For employers who provide benefits to same sex spouses in these states, it is possible that there will be different treatment for health and cafeteria plan benefits for federal tax purposes (the benefits would not be taxable) than for state tax purposes (the benefits would be taxable.) This issue is currently still open.

Must Employers Provide Benefits to Same Sex Spouses?

Health plans

In states that recognize same-sex marriage, employers who sponsor insured group health plans (or group health plans that are not subject to ERISA) will likely be required to provide health insurance to same sex spouses.

In states that do not recognize same-sex marriage, state insurance law will not mandate that employers with insured group health plans provide health insurance to same sex spouses.

For employers with ERISA-covered self-funded group health plans which are not subject to state insurance law, the issue of whether to exclude same sex spouses if the employer offers coverage to opposite sex spouses is complex. These employers should consult with benefits counsel.

Retirement plans

Current IRS guidance (issued prior to DOMA) indicates that treatment of same-sex spouses will be based on whether the state in which the employee resides recognizes the employee’s marriage. In states that recognize same-sex marriage, following Windsor, employers with tax-favored retirement plans will need to address the following:

  • QDROs. A same-sex spouse can now be an alternate payee and receive a QDRO. 
  • Eligible rollover distributions. A same-sex spouse will now be eligible to receive a spousal rollover to an IRA or a plan. 
  • Minimum required distributions. A same-sex spouse is now eligible for a longer delay before distribution under these rules. 
  • Qualified joint and survivor annuities and qualified pre-retirement survivor annuities. A same-sex spouse is now protected by these rules. 
  • Loans. If a plan’s loan rules require spousal consent, a same-sex spouse must now provide that consent. 
  • Hardship distributions. An employee can now receive a hardship distribution due to a same-sex spouse’s medical, tuition, and funeral expenses. 
  • Default beneficiaries. If the plan provides that the benefit is to be paid to a spouse, a same-sex spouse must now receive the benefit. 

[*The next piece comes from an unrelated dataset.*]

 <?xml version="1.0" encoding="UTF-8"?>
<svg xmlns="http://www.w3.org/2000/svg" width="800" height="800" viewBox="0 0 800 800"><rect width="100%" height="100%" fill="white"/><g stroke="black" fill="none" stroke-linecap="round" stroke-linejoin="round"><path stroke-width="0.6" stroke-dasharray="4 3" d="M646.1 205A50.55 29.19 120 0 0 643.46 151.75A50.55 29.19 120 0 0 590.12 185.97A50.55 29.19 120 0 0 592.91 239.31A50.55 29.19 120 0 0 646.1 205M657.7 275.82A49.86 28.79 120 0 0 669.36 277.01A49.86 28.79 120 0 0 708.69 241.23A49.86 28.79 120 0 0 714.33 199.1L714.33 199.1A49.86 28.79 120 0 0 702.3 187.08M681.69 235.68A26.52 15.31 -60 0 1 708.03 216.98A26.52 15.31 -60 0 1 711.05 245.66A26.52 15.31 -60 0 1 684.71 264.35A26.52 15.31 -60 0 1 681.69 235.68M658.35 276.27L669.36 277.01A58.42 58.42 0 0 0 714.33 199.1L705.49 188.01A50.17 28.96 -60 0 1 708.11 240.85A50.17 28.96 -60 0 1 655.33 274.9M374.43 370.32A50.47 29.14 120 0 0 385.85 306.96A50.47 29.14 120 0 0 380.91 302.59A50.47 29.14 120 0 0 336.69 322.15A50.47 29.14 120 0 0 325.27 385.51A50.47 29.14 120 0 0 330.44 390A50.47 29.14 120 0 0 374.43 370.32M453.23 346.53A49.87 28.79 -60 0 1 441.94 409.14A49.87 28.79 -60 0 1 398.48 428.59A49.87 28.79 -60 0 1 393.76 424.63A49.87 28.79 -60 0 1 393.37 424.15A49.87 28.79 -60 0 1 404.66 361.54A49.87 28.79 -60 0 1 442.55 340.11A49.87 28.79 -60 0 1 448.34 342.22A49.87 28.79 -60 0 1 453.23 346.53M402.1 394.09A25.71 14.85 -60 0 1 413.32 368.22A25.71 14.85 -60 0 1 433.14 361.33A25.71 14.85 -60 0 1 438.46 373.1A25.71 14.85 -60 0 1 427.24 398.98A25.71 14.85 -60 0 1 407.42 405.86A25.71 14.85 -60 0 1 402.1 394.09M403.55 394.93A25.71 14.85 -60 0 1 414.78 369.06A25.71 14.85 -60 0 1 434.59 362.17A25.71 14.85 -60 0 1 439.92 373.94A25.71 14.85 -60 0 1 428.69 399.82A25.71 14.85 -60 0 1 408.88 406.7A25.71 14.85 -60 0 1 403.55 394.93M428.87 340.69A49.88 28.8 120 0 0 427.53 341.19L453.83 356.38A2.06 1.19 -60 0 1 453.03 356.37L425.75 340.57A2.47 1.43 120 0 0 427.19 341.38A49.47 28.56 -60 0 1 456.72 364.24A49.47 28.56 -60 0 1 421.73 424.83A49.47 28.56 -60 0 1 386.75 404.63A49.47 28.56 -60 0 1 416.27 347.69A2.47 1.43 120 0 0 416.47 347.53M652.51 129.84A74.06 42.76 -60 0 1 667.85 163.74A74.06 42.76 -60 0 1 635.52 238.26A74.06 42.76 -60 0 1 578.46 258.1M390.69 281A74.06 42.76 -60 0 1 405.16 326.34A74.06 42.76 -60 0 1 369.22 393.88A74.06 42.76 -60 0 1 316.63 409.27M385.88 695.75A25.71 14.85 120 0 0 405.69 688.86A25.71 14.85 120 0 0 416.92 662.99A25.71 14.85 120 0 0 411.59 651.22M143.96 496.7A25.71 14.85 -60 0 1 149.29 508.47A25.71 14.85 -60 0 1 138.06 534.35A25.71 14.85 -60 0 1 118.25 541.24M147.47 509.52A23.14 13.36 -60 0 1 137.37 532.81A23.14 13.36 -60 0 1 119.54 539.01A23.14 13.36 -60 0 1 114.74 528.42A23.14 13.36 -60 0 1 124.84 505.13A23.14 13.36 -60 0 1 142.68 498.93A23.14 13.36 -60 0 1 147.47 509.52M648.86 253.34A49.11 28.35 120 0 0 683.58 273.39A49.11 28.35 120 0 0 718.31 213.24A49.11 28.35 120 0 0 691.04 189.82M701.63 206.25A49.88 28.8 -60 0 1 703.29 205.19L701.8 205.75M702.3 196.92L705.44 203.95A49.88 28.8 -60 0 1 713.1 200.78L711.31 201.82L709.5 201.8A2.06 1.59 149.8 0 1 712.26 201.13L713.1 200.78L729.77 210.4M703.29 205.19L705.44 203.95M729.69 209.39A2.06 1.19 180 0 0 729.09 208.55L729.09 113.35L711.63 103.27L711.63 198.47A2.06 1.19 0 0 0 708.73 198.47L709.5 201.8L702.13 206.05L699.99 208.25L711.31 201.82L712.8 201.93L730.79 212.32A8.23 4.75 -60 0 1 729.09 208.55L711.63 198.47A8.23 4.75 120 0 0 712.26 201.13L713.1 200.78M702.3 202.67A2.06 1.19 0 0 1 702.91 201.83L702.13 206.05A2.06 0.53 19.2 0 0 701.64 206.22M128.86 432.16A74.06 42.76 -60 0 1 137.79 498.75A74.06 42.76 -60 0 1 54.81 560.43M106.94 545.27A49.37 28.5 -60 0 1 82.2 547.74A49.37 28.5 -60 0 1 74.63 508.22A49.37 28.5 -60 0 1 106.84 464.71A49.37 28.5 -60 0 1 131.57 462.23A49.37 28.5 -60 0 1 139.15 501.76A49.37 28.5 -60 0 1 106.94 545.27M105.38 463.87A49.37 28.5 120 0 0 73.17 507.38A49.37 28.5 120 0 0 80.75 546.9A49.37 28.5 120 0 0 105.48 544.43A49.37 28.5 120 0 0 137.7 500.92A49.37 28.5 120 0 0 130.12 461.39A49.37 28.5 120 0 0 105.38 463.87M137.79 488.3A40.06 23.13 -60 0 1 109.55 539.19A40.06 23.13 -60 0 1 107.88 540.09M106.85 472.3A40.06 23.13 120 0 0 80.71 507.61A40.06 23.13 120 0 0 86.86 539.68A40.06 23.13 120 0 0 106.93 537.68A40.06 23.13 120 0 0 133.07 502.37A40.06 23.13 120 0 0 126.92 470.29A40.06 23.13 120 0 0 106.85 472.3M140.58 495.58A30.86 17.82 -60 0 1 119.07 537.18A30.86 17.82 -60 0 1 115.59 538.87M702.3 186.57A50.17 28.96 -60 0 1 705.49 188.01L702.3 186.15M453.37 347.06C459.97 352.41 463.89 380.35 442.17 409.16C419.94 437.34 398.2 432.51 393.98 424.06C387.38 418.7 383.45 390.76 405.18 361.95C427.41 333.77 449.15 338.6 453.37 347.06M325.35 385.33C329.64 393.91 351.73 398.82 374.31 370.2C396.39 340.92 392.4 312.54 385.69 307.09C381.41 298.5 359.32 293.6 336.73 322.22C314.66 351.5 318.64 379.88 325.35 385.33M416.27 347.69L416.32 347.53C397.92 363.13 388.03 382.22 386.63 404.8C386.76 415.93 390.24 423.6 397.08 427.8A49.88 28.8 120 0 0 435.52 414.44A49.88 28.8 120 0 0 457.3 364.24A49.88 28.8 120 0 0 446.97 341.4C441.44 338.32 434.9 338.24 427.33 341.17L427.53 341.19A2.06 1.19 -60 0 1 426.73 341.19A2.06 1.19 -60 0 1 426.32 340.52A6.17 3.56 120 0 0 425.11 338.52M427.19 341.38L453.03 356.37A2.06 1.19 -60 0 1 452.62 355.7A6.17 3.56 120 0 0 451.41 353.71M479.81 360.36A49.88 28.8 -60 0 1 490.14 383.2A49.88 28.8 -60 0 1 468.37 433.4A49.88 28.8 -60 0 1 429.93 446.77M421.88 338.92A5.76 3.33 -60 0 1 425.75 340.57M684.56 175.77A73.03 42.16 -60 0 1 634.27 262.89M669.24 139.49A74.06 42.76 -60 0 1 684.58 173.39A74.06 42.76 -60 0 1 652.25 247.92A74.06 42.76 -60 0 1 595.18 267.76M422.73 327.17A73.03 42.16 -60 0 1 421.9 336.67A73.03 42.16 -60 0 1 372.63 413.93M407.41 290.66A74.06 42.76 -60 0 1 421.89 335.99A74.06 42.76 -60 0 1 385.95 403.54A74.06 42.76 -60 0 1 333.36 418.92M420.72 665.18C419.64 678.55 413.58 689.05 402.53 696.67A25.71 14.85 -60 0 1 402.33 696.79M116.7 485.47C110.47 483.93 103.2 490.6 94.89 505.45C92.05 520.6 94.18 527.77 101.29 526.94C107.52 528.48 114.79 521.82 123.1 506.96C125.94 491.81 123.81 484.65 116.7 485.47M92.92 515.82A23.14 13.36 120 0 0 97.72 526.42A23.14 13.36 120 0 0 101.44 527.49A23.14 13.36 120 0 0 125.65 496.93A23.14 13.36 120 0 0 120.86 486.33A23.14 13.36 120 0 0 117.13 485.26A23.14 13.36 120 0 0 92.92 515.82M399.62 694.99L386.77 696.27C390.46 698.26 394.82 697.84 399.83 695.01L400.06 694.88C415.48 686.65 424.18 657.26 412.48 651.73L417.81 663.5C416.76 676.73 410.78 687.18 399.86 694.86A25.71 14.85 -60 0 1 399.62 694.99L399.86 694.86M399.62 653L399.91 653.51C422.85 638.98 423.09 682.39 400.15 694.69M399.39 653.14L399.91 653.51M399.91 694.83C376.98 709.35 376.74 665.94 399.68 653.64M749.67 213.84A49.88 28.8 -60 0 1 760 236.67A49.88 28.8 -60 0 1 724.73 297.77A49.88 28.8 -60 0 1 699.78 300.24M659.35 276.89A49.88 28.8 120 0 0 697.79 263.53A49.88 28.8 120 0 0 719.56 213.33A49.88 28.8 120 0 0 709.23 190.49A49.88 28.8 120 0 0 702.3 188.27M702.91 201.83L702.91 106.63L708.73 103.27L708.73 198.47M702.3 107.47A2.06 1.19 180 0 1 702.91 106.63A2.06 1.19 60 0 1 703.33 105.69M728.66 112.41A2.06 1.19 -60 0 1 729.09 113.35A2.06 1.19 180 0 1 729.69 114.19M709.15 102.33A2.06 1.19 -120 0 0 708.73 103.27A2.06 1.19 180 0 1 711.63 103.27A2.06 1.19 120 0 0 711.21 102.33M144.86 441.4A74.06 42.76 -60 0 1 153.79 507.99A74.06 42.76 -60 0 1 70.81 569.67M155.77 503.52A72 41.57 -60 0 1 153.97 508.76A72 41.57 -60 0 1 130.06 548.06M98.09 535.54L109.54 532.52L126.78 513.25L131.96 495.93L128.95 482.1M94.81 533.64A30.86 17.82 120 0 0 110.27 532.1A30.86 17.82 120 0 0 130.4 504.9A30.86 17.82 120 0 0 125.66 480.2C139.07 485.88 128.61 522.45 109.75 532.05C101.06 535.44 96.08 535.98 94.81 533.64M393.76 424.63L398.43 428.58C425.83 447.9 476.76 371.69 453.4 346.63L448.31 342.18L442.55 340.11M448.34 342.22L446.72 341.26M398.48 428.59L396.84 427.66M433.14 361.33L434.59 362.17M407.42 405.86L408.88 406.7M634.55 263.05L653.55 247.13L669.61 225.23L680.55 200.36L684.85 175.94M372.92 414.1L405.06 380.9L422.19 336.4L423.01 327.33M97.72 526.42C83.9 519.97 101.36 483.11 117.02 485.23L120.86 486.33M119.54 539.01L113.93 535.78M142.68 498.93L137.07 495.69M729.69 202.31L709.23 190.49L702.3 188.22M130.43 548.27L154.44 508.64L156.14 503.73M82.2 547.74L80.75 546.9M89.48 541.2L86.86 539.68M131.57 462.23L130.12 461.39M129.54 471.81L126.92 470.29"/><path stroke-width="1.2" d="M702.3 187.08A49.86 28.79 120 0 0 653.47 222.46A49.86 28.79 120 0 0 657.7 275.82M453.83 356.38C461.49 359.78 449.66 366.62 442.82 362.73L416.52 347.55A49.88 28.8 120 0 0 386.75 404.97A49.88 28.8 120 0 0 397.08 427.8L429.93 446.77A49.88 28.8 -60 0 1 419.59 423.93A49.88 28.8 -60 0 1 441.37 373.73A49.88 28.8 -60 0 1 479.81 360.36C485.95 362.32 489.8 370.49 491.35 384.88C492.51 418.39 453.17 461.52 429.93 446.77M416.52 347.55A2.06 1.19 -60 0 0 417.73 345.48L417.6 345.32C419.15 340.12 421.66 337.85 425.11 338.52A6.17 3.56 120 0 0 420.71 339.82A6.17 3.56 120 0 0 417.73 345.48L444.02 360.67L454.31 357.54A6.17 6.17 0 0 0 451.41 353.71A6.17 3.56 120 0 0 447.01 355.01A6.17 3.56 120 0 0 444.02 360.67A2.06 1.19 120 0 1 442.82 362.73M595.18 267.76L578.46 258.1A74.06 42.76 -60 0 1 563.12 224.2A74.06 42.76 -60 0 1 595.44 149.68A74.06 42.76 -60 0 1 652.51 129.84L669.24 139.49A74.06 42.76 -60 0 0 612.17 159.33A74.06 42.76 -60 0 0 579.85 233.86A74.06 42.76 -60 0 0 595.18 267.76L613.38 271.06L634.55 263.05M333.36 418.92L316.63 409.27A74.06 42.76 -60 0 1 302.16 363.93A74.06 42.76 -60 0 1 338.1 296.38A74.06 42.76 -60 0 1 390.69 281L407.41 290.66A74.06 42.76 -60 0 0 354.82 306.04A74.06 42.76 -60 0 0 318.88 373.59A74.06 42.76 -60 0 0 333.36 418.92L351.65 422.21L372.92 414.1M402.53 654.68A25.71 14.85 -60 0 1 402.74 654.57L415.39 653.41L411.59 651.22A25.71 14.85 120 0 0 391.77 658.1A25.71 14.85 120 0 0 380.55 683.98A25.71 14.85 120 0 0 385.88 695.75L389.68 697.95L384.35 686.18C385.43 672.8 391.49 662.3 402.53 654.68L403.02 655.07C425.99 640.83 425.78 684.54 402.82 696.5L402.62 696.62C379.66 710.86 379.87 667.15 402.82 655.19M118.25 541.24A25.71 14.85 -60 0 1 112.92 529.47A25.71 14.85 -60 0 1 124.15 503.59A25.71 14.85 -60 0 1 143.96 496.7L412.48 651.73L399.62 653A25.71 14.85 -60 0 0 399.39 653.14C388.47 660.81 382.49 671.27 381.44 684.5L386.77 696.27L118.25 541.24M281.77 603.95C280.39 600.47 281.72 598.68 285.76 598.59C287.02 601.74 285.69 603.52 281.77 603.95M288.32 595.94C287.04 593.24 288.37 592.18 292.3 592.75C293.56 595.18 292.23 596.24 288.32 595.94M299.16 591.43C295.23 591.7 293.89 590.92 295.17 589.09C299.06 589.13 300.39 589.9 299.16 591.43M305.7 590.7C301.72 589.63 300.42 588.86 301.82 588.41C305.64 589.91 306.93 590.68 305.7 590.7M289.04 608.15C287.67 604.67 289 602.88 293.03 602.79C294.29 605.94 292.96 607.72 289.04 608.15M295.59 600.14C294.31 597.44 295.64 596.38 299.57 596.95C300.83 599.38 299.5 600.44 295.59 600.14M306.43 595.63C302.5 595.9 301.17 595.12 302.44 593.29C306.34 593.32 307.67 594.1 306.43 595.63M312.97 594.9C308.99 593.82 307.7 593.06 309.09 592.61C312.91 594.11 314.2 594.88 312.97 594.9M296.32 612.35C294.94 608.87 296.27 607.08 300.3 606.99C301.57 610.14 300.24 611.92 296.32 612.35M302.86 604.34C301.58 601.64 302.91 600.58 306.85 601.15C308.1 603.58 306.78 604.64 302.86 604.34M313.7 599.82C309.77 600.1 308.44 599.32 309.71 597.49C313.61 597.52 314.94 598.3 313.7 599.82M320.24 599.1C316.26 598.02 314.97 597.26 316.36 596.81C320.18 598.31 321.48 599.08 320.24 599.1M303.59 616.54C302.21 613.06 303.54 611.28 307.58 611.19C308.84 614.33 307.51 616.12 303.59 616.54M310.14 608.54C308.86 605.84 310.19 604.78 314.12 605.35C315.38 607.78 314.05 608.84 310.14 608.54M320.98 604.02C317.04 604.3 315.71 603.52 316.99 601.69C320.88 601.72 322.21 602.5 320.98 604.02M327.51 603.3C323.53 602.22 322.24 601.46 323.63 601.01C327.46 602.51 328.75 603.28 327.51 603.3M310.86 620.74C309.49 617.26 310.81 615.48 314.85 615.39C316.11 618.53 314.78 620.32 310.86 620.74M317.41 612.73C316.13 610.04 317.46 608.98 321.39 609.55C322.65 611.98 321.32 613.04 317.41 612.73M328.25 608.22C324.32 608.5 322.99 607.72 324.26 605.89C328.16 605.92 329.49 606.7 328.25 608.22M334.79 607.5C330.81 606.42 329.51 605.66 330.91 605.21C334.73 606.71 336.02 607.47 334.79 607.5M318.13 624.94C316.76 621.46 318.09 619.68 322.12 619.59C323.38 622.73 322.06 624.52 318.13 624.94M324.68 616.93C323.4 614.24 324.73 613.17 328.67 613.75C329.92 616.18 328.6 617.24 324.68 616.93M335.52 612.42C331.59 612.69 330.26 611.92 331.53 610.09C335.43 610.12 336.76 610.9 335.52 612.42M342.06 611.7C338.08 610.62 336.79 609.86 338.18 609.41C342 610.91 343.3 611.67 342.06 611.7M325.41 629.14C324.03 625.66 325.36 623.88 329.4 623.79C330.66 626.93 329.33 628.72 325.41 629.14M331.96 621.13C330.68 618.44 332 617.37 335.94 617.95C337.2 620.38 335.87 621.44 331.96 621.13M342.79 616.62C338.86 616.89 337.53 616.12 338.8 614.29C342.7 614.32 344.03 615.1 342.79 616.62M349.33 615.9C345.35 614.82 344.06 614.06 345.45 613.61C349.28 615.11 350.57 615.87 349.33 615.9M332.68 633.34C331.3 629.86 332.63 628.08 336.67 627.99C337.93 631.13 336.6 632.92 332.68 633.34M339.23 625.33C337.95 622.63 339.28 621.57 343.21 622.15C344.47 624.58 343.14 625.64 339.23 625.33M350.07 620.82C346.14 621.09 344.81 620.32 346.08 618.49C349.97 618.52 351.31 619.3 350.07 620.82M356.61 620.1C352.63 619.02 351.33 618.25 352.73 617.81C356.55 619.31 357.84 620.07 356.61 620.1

We believe it likely that the IRS will issue guidance on the impact of Windsor in the near future that provides (at least for benefit plans) that if an employee is married the marriage will be recognized regardless of where the employee resides. However, until such guidance is issued, in states that do not recognize same-sex marriage, it is not clear that such changes are required under the Code (based on the IRS guidance prior to DOMA).

Employers Should:

  • Review their health and retirement plans’ definitions of spouse. Employers whose plans cite DOMA explicitly will need to change their documents.
      • Employers with self-insured plans or individually designed retirement plans can adopt their own explicit definitions but should consider state law, as well as discrimination issues, in framing these definitions.
      • Employers with insured plans should contact their insurance providers to discuss the interpretation of the definition of spouse under the insured plan.
      • Employers should remember to review Flexible Benefit Plan and Life Insurance definitions.
  • Consider the eligibility of children of same sex spouses who now are the step children of employees for federal tax purposes. 
  • Consider how to treat domestic partners after Windsor. For example, some employers may no longer allow domestic partner coverage in states that permit same sex marriage. 
  • Review their enrollment process so that same sex spouses are properly identified and accorded the proper tax treatment. 
  • Review and change the tax treatment of health benefits for same sex spouses. For example, employees may cover their same sex spouse’s health care coverage on a pre tax basis. 
  • Consider how to handle employees’ requests for help in seeking a refund from the IRS for taxes paid on the value of a same sex spouse’s health benefits.
  • Consider whether to submit a refund request to the IRS for payroll taxes paid on amounts imputed to employees for same sex domestic partners.